The Zeeman Effect

In the presence of magnetic fields, spectral lines are split. This is called the Zeeman effect. Electrons in their orbits in atoms have an angular momentum associated with their motion called the orbital angular momentum (angular momentum is discussed in Chapter 7 on the formation of the Solar System). This angular momentum is a vector quantity, because it has a magnitude and a direction associated with it. The Zeeman effect can be interpreted physically in terms of the precession of the orbital angular momentum vector in the magnetic field, similar to the precession of the axis of a spinning top in a gravitational field. The pattern of spectral line splitting is a a signature that a magnetic field is present, and the magnitude of the splitting is a measure of the strength of the field.

Zeeman Splitting

The Zeeman splitting of spectral lines is associated with what is called the orbital angular momentum quantum number L of the atomic level, which measures the magnitude or the orbital angular momentum. This quantum number can take nonnegative integer values. The number of split levels in the magnetic field is in general equal to 2L + 1. The box below gives a more detailed explanation of Zeeman splitting and here is an animation illustrating the Zeeman effect.
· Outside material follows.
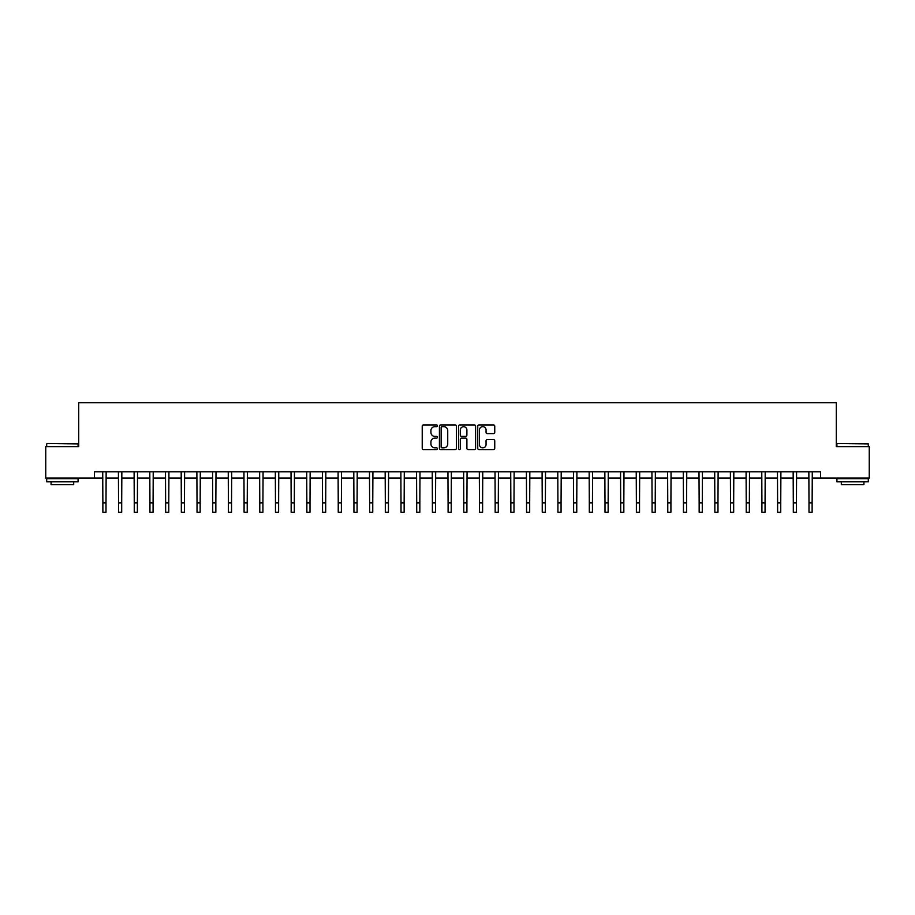 <?xml version="1.0" encoding="UTF-8"?>
<svg xmlns="http://www.w3.org/2000/svg" width="915" height="915" viewBox="0 0 915 915"><rect width="100%" height="100%" fill="white"/><g stroke="black" fill="none" stroke-linecap="round" stroke-linejoin="round"><path stroke-width="1.37" d="M437.416 425.795A0.858 0.858 0 0 0 436.558 424.937L423.462 424.937A1.235 1.235 0 0 0 422.227 426.173L422.227 448.35A1.235 1.235 0 0 0 423.462 449.585L436.558 449.585A0.858 0.858 0 0 0 437.416 448.716A0.858 0.858 0 0 0 436.558 447.858L434.854 447.858A3.946 3.946 0 0 1 430.919 443.912L430.919 442.059A3.946 3.946 0 0 1 434.854 438.125L436.558 438.125A0.858 0.858 0 0 0 437.416 437.256A0.858 0.858 0 0 0 436.558 436.398L434.854 436.398A3.946 3.946 0 0 1 430.919 432.452L430.919 430.599A3.946 3.946 0 0 1 434.854 426.665L436.558 426.665A0.858 0.858 0 0 0 437.416 425.795M493.505 433.619A1.235 1.235 0 0 0 494.74 432.395L494.74 426.173A1.235 1.235 0 0 0 493.505 424.937L478.968 424.937A1.235 1.235 0 0 0 477.744 426.173L477.744 448.35A1.235 1.235 0 0 0 478.968 449.585L493.505 449.585A1.235 1.235 0 0 0 494.74 448.35L494.74 440.836A1.235 1.235 0 0 0 493.505 439.6L487.283 439.6A1.235 1.235 0 0 0 486.059 440.836L486.059 444.564A3.294 3.294 0 0 1 482.765 447.858A3.294 3.294 0 0 1 479.46 444.564L479.46 429.959A3.294 3.294 0 0 1 482.765 426.665A3.294 3.294 0 0 1 486.059 429.959L486.059 432.395A1.235 1.235 0 0 0 487.283 433.619L493.505 433.619M94.394 478.053L45.75 478.053L45.75 446.669L78.701 446.669L78.701 402.737L836.299 402.737L836.299 446.669L869.25 446.669L869.25 478.053L820.606 478.053L820.606 471.774L94.394 471.774L94.394 478.053L102.869 478.053M456.425 426.173A1.235 1.235 0 0 0 455.19 424.937L440.653 424.937A1.235 1.235 0 0 0 439.417 426.173L439.417 448.35A1.235 1.235 0 0 0 440.653 449.585L455.19 449.585A1.235 1.235 0 0 0 456.425 448.35L456.425 426.173M459.81 424.937L474.347 424.937A1.235 1.235 0 0 1 475.583 426.173L475.583 448.35A1.235 1.235 0 0 1 474.347 449.585L468.125 449.585A1.235 1.235 0 0 1 466.89 448.35L466.89 439.349A1.235 1.235 0 0 0 465.666 438.125L461.537 438.125A1.235 1.235 0 0 0 460.302 439.349L460.302 448.716A0.858 0.858 0 0 1 459.444 449.585A0.858 0.858 0 0 1 458.575 448.716L458.575 426.173A1.235 1.235 0 0 1 459.81 424.937M106.003 478.053L118.561 478.053M121.695 478.053L134.253 478.053M137.387 478.053L149.946 478.053M153.079 478.053L165.638 478.053M168.772 478.053L181.33 478.053M184.464 478.053L197.022 478.053M200.156 478.053L212.715 478.053M215.849 478.053L228.407 478.053M231.541 478.053L244.088 478.053M247.233 478.053L259.78 478.053M262.925 478.053L275.472 478.053M278.618 478.053L291.164 478.053M294.31 478.053L306.857 478.053M310.002 478.053L322.549 478.053M325.694 478.053L338.241 478.053M341.387 478.053L353.933 478.053M357.079 478.053L369.626 478.053M372.76 478.053L385.318 478.053M388.452 478.053L401.01 478.053M404.144 478.053L416.702 478.053M419.836 478.053L432.395 478.053M435.529 478.053L448.087 478.053M451.221 478.053L463.779 478.053M466.913 478.053L479.471 478.053M482.605 478.053L495.164 478.053M498.298 478.053L510.856 478.053M513.99 478.053L526.548 478.053M529.682 478.053L542.24 478.053M545.374 478.053L557.921 478.053M561.067 478.053L573.614 478.053M576.759 478.053L589.306 478.053M592.451 478.053L604.998 478.053M608.143 478.053L620.69 478.053M623.836 478.053L636.383 478.053M639.528 478.053L652.075 478.053M655.22 478.053L667.767 478.053M670.912 478.053L683.459 478.053M686.593 478.053L699.151 478.053M702.285 478.053L714.844 478.053M717.978 478.053L730.536 478.053M733.67 478.053L746.228 478.053M749.362 478.053L761.92 478.053M765.054 478.053L777.613 478.053M780.747 478.053L793.305 478.053M796.439 478.053L808.997 478.053M812.131 478.053L820.606 478.053M442.002 426.665A0.858 0.858 0 0 0 441.144 427.522L441.144 446.989A0.858 0.858 0 0 0 442.002 447.858L443.786 447.858A3.946 3.946 0 0 0 447.732 443.912L447.732 430.599A3.946 3.946 0 0 0 443.786 426.665L442.002 426.665M466.89 430.016A3.294 3.294 0 0 0 463.596 426.722A3.294 3.294 0 0 0 460.302 430.016L460.302 435.163A1.235 1.235 0 0 0 461.537 436.398L465.666 436.398A1.235 1.235 0 0 0 466.89 435.163L466.89 430.016M102.72 471.774L102.869 502.85L106.003 502.85L106.151 471.774M102.869 502.85L102.869 512.263L106.003 512.263L106.003 502.85M118.412 471.774L118.561 502.85L121.695 502.85L121.844 471.774M118.561 502.85L118.561 512.263L121.695 512.263L121.695 502.85M134.105 471.774L134.253 502.85L137.387 502.85L137.536 471.774M134.253 502.85L134.253 512.263L137.387 512.263L137.387 502.85M149.797 471.774L149.946 502.85L153.079 502.85L153.228 471.774M149.946 502.85L149.946 512.263L153.079 512.263L153.079 502.85M165.489 471.774L165.638 502.85L168.772 502.85L168.92 471.774M165.638 502.85L165.638 512.263L168.772 512.263L168.772 502.85M47.065 443.535L78.072 443.912L47.065 443.535M62.38 481.828L46.688 481.828L46.688 478.682L78.072 478.682L78.072 481.828L62.38 481.828M73.68 481.828L73.68 484.71L51.08 484.71L51.08 481.828M837.305 443.535L868.312 443.912L837.305 443.535M852.62 481.828L836.928 481.828L836.928 478.682L868.312 478.682L868.312 481.828L852.62 481.828M863.92 481.828L863.92 484.71L841.32 484.71L841.32 481.828M181.181 471.774L181.33 502.85L184.464 502.85L184.613 471.774M181.33 502.85L181.33 512.263L184.464 512.263L184.464 502.85M196.874 471.774L197.022 502.85L200.156 502.85L200.305 471.774M197.022 502.85L197.022 512.263L200.156 512.263L200.156 502.85M212.566 471.774L212.715 502.85L215.849 502.85L215.997 471.774M212.715 502.85L212.715 512.263L215.849 512.263L215.849 502.85M228.247 471.774L228.407 502.85L231.541 502.85L231.689 471.774M228.407 502.85L228.407 512.263L231.541 512.263L231.541 502.85M243.939 471.774L244.088 502.85L247.233 502.85L247.382 471.774M244.088 502.85L244.088 512.263L247.233 512.263L247.233 502.85M259.631 471.774L259.78 502.85L262.925 502.85L263.074 471.774M259.78 502.85L259.78 512.263L262.925 512.263L262.925 502.85M275.324 471.774L275.472 502.85L278.618 502.85L278.766 471.774M275.472 502.85L275.472 512.263L278.618 512.263L278.618 502.85M291.016 471.774L291.164 502.85L294.31 502.85L294.458 471.774M291.164 502.85L291.164 512.263L294.31 512.263L294.31 502.85M306.708 471.774L306.857 502.85L310.002 502.85L310.151 471.774M306.857 502.85L306.857 512.263L310.002 512.263L310.002 502.85M322.4 471.774L322.549 502.85L325.694 502.85L325.843 471.774M322.549 502.85L322.549 512.263L325.694 512.263L325.694 502.85M338.093 471.774L338.241 502.85L341.387 502.85L341.535 471.774M338.241 502.85L338.241 512.263L341.387 512.263L341.387 502.85M353.785 471.774L353.933 502.85L357.079 502.85L357.227 471.774M353.933 502.85L353.933 512.263L357.079 512.263L357.079 502.85M369.477 471.774L369.626 502.85L372.76 502.85L372.908 471.774M369.626 502.85L369.626 512.263L372.76 512.263L372.76 502.85M385.169 471.774L385.318 502.85L388.452 502.85L388.601 471.774M385.318 502.85L385.318 512.263L388.452 512.263L388.452 502.85M400.862 471.774L401.01 502.85L404.144 502.85L404.293 471.774M401.01 502.85L401.01 512.263L404.144 512.263L404.144 502.85M416.554 471.774L416.702 502.85L419.836 502.85L419.985 471.774M416.702 502.85L416.702 512.263L419.836 512.263L419.836 502.85M432.246 471.774L432.395 502.85L435.529 502.85L435.677 471.774M432.395 502.85L432.395 512.263L435.529 512.263L435.529 502.85M447.938 471.774L448.087 502.85L451.221 502.85L451.37 471.774M448.087 502.85L448.087 512.263L451.221 512.263L451.221 502.85M463.631 471.774L463.779 502.85L466.913 502.85L467.062 471.774M463.779 502.85L463.779 512.263L466.913 512.263L466.913 502.85M479.323 471.774L479.471 502.85L482.605 502.85L482.754 471.774M479.471 502.85L479.471 512.263L482.605 512.263L482.605 502.85M495.015 471.774L495.164 502.85L498.298 502.85L498.446 471.774M495.164 502.85L495.164 512.263L498.298 512.263L498.298 502.85M510.707 471.774L510.856 502.85L513.99 502.85L514.139 471.774M510.856 502.85L510.856 512.263L513.99 512.263L513.99 502.85M526.399 471.774L526.548 502.85L529.682 502.85L529.831 471.774M526.548 502.85L526.548 512.263L529.682 512.263L529.682 502.85M542.092 471.774L542.24 502.85L545.374 502.85L545.523 471.774M542.24 502.85L542.24 512.263L545.374 512.263L545.374 502.85M557.773 471.774L557.921 502.85L561.067 502.85L561.215 471.774M557.921 502.85L557.921 512.263L561.067 512.263L561.067 502.85M573.465 471.774L573.614 502.85L576.759 502.85L576.908 471.774M573.614 502.85L573.614 512.263L576.759 512.263L576.759 502.85M589.157 471.774L589.306 502.85L592.451 502.85L592.6 471.774M589.306 502.85L589.306 512.263L592.451 512.263L592.451 502.85M604.849 471.774L604.998 502.85L608.143 502.85L608.292 471.774M604.998 502.85L604.998 512.263L608.143 512.263L608.143 502.85M620.542 471.774L620.69 502.85L623.836 502.85L623.984 471.774M620.69 502.85L620.69 512.263L623.836 512.263L623.836 502.85M636.234 471.774L636.383 502.85L639.528 502.85L639.677 471.774M636.383 502.85L636.383 512.263L639.528 512.263L639.528 502.85M651.926 471.774L652.075 502.85L655.22 502.85L655.369 471.774M652.075 502.85L652.075 512.263L655.22 512.263L655.22 502.85M667.618 471.774L667.767 502.85L670.912 502.85L671.061 471.774M667.767 502.85L667.767 512.263L670.912 512.263L670.912 502.85M683.311 471.774L683.459 502.85L686.593 502.85L686.753 471.774M683.459 502.85L683.459 512.263L686.593 512.263L686.593 502.85M699.003 471.774L699.151 502.85L702.285 502.85L702.434 471.774M699.151 502.85L699.151 512.263L702.285 512.263L702.285 502.85M714.695 471.774L714.844 502.85L717.978 502.85L718.126 471.774M714.844 502.85L714.844 512.263L717.978 512.263L717.978 502.85M730.387 471.774L730.536 502.85L733.67 502.85L733.819 471.774M730.536 502.85L730.536 512.263L733.67 512.263L733.67 502.85M746.08 471.774L746.228 502.85L749.362 502.85L749.511 471.774M746.228 502.85L746.228 512.263L749.362 512.263L749.362 502.85M761.772 471.774L761.92 502.85L765.054 502.85L765.203 471.774M761.92 502.85L761.92 512.263L765.054 512.263L765.054 502.85M777.464 471.774L777.613 502.85L780.747 502.85L780.895 471.774M777.613 502.85L777.613 512.263L780.747 512.263L780.747 502.85M793.156 471.774L793.305 502.85L796.439 502.85L796.588 471.774M793.305 502.85L793.305 512.263L796.439 512.263L796.439 502.85M808.849 471.774L808.997 502.85L812.131 502.85L812.28 471.774M808.997 502.85L808.997 512.263L812.131 512.263L812.131 502.85M46.688 446.669L46.688 443.912M53.848 478.682L53.848 478.053M70.924 478.682L70.924 478.053M78.072 446.669L78.072 443.912M836.928 446.669L836.928 443.912M844.076 478.682L844.076 478.053M861.152 478.682L861.152 478.053M868.312 446.669L868.312 443.912"/></g></svg>

Polarization and Zeeman Splitting

The lines corresponding to Zeeman splitting also exhibit polarization effects. Polarization has to do with the direction in which the electromagnetic fields associated with a light wave are vibrating. This in turn, can have an effect on whether the spectral light can be observed. One practical example in astronomy of such polarization effects is that in the top right diagram the middle transition is polarized such that it cannot be observed from directly over a surface perpendicular to the magnetic field. As a consequence, usually when looking directly down on sunspots (which have strong magnetic fields) only two of the three transitions shown can be seen. We shall discuss sunspots in more detail in Chapter 17.

Technically Speaking: Zeeman Splitting of Atomic Levels

Atomic physicists use the abbreviation "s" for a level with orbital angular momentum quantum number L=0, "p" for L=1, "d" for L=2, and "f" for L=3. It is also common to precede this designation with the integer principle quantum number n. Thus, "2p" denotes a level that has quantum numbers n=2 and L=1. In the example shown above the lowest level is an "s" level, so it has L=0 and 2L + 1 = 1, so it isn't split in the magnetic field, while the first excited state has L=1 ("p" level), so it is split into 2L + 1 = 3 levels by the magnetic field. Thus, the possible transitions between these two levels are split into three transitions. If both the initial and final levels have L not equal to zero, both will be split into more than one level and an even more complicated set of splittings for the spectral line is possible.